Worse, as the Prospect goes to press, history is repeating itself in Iran, pace Marx, as tragedy all over again. Tehran is cheating on its international commitments, and the United States needs to do something about it. Some in the administration want to pursue engagement; others want a push for regime change. As before, Bush can't decide what to do, and as time goes on, our options will only get worse. No American has yet paid the price for the North Korean fiasco or the emerging one in Iran, but down the road our strategic position is deteriorating with remarkable speed while we have not yet -- and may never -- make up for the opportunity squandered at the beginning of the Iraq War.

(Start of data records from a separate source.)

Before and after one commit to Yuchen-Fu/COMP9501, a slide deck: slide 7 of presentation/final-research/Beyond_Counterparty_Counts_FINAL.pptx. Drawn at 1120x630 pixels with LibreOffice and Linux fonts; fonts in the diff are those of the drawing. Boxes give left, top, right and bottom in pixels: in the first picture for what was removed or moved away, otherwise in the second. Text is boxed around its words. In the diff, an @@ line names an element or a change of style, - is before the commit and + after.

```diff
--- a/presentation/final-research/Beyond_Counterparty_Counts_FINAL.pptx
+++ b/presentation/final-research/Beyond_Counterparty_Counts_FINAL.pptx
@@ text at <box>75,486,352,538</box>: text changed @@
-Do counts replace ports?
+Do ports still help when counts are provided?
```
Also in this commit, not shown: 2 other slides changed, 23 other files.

Reviewing Clinton's My Life in the June 24, 2004, Los Angeles Times, neoconservative Max Boot happily concluded that “conservatives like character, liberals like cleverness.” He's right. But to state what should be obvious, the president is not your father, your husband, your drinking buddy, or your minister. These are important roles, but they are not the president's. He has a job to do, and it's a difficult one, involving a wide array of complicated issues. His responsibility to manage these issues is a public one, and the capacity to do so in a competent and moral manner is fundamentally unrelated to the private virtues of family, friendship, fidelity, charity, compassion, and all the rest.

For the president to lead an exemplary personal life is surely superior to the alternative. But within obvious limits -- no one would want an alcoholic president, for example -- it doesn't really matter. Clinton's indiscretions caused his family pain and produced awkward moments for the parents of some young children. But Bush's bungling has gotten people killed in Iraq, saddled the nation with enormous debts, and created long-term security problems with which the country has not yet begun to grapple.

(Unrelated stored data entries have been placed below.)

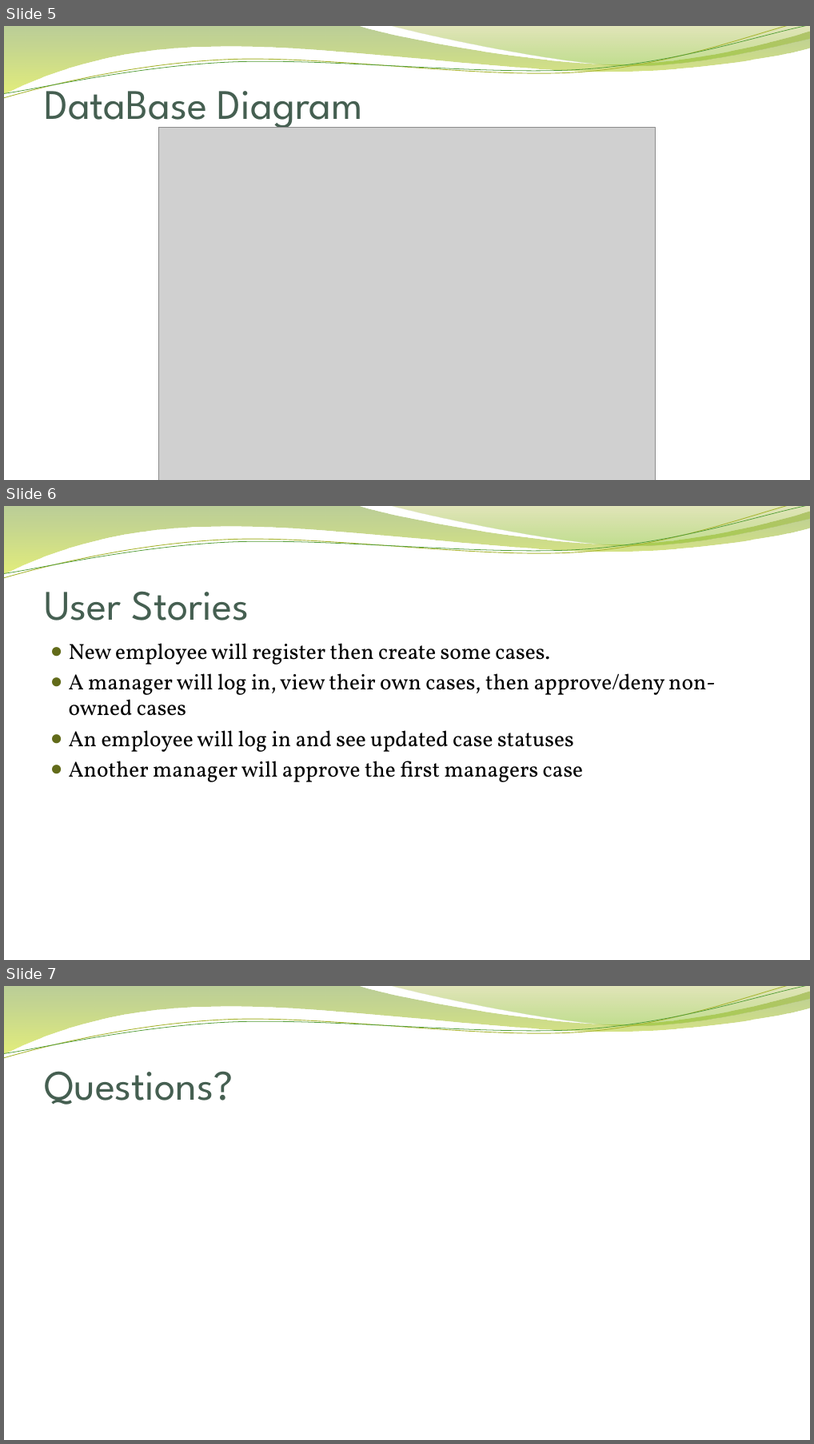
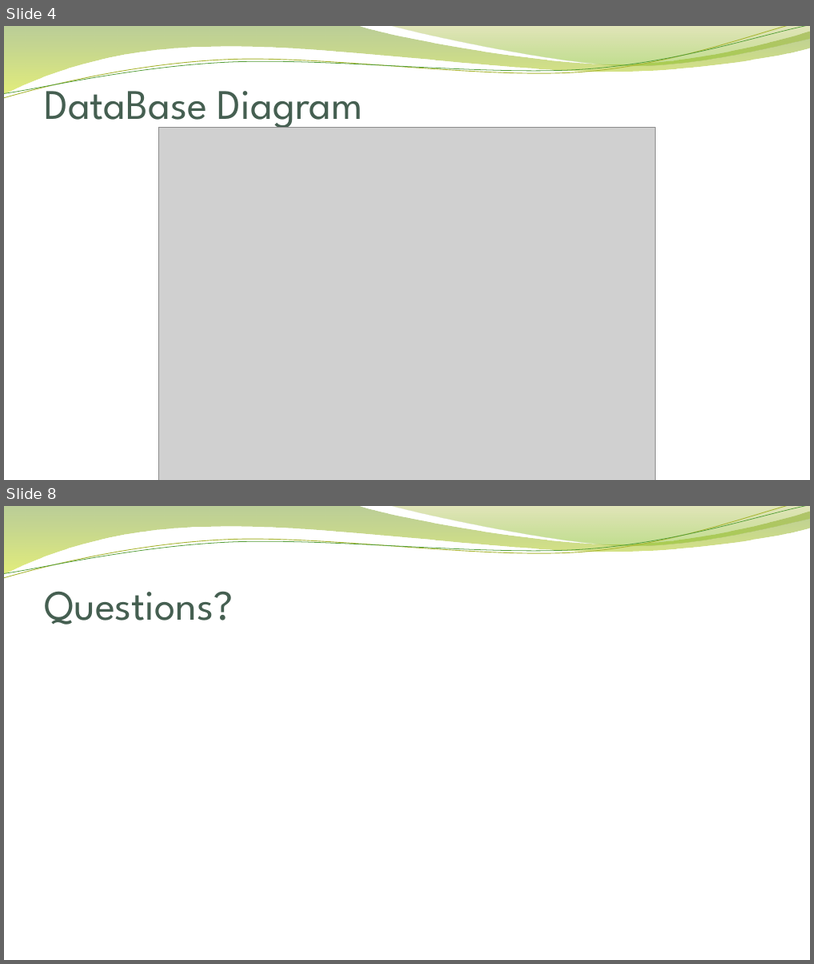
Before and after one commit to 2014ALee/1806-Jun18-Java-USF, a slide deck: Brandon_Scoggins_Code/project_1/Project 1 - ERS.pptx. Shown one above the other, each under a label of ours: slides 5, 6 and 7 before the commit, slides 4 and 8 after it; the slides between them are not shown. The pictures are 814x1444 and 814x964 pixels, drawn with LibreOffice and Linux fonts; fonts in the diff are those of the drawing; grey boxes stand for pictures; background and template pictures are left out. Boxes give left, top, right and bottom in pixels: in the first picture for what was removed or moved away, otherwise in the second. Text is boxed around its words. In the diff, an @@ line names an element or a change of style, - is before the commit and + after.

```diff
--- a/Brandon_Scoggins_Code/project_1/Project 1 - ERS.pptx
+++ b/Brandon_Scoggins_Code/project_1/Project 1 - ERS.pptx
@@ slide 6 removed at bbox=[4, 506, 810, 960], background picture (left out); not listed: 4 template elements that a slide beside it also shows @@
@@ title removed at bbox=[44, 591, 250, 620] @@
-User Stories
@@ text removed at bbox=[69, 643, 716, 782] @@
-● New employee will register then create some cases.
-● A manager will log in, view their own cases, then approve/deny non-owned cases
-● An employee will log in and see updated case statuses
-● Another manager will approve the first managers case
@@ what was slide 5 is now slide 4 @@
@@ what was slide 7 is now slide 8 @@
```
Also in this commit, not shown: 2 slides changed, 2 slides added, 31 other files.
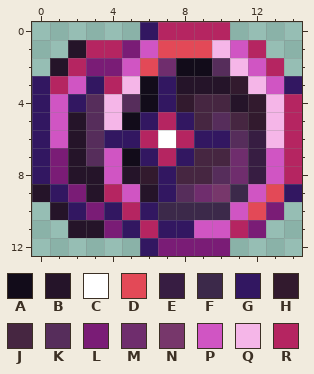
A pixel-art sprite gets an edit: Items/Weapons/Melee/Yoyos/StarringGraft.png. Above is the file before it was changed.
The file is 30x26 pixels, drawn in blocks of 2x2; one block is one cell here.
Palette (. is transparent): A #120c1a  B #251429  C #ffffff  D #e34957  E #371d42  F #3c294a  G #321761  H #321a2e  J #462641  K #562d5b  L #7a1c76  M #6f2d6d  N #77376b  P #d055c3  Q #f5b6e8  R #b52561
Pixels before, first column x 0:
 0 ......GRRRR....
 1 ..BRRLPDDDQPR..
 2 .BRLLPDMAAKQPR.
 3 GRPGRQAGBBBHQPG
 4 GPGKQKAGHJJBHQR
 5 GPBKQAGRGJKJHQR
 6 GPBKGGRCRGGKEQR
 7 GLBKPAGRGJJMEPR
 8 GLBBPBHGJJKMEPR
 9 BGLBRPBGKMNFPDG
10 .BGLGRGFFFFPDL.
11 ..BBLGRGGPPRL..
12 ......GLLLL....
Once edited:
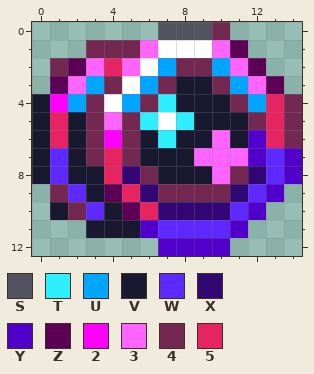
Colours new in this view: S #525460  T #2defff  U #00a5ff  V #181831  W #5e29ff  X #320774  Y #5000ca  Z #5b0054  2 #ff00ff  3 #ff64ff  4 #732852  5 #e62462
From old to new:
Changed rows in their new state; - is an unchanged pixel.
first column x 0:
 0 ------.SSS4----
 1 --.4443CCC3Z.--
 2 -4Z353CU44U3Z.-
 3 .Z3U4CU4VV4U3Z.
 4 V2U4CU4TVVV4U54
 5 V5V434TCTVVV454
 6 V5V424VTVV3VY54
 7 VWV454VVV333YWY
 8 VWVV5X4VVV34XWY
 9 .4WVZ5X4444XWY.
10 -V4WVZ5XXXXWY.-
11 --.VVVYWWWWY.--
12 ------.YYYY----
Changed places in both pictures, as pixel boxes (x1, y1, x2, y2):
changed: (32, 22, 302, 256)

That the country should be secured against terrorist attacks, that deadly weapons should be kept out of the hands of our enemies, or that it would be good for a wide slice of the world to enjoy the blessings of freedom and democracy are hardly controversial propositions. But these things are easier said than done. Even a person of goodwill is by no means guaranteed to succeed. Yet succeed we must. And if we are to do so, the question of intelligence must be put back on the table. The issue is not “cleverness” -- some kind of parlor trick or showy mastery of trivia -- but a basic ability to make sense of a complicated, fast-changing world and decide how to confront it. Any leader will depend on the work of his subordinates, but counting on advisers to do the president's heavy lifting for him simply will not do. Unless the chief executive can understand what people are telling him and follow the complicated arguments they may need to make, he will find himself paralyzed at every point of disagreement, or he will adopt the views of the slickest salesman rather than the one who's gotten things right.

The price to be paid for such errors is a high one -- it is, quite literally, a matter of life and death. Already we've paid too much, and the problems confronting the country are growing harder with time. Unless the media, the electorate, and the political culture at large can shift their focus off of trivia and on to things that actually matter, it's a price we may pay again and again.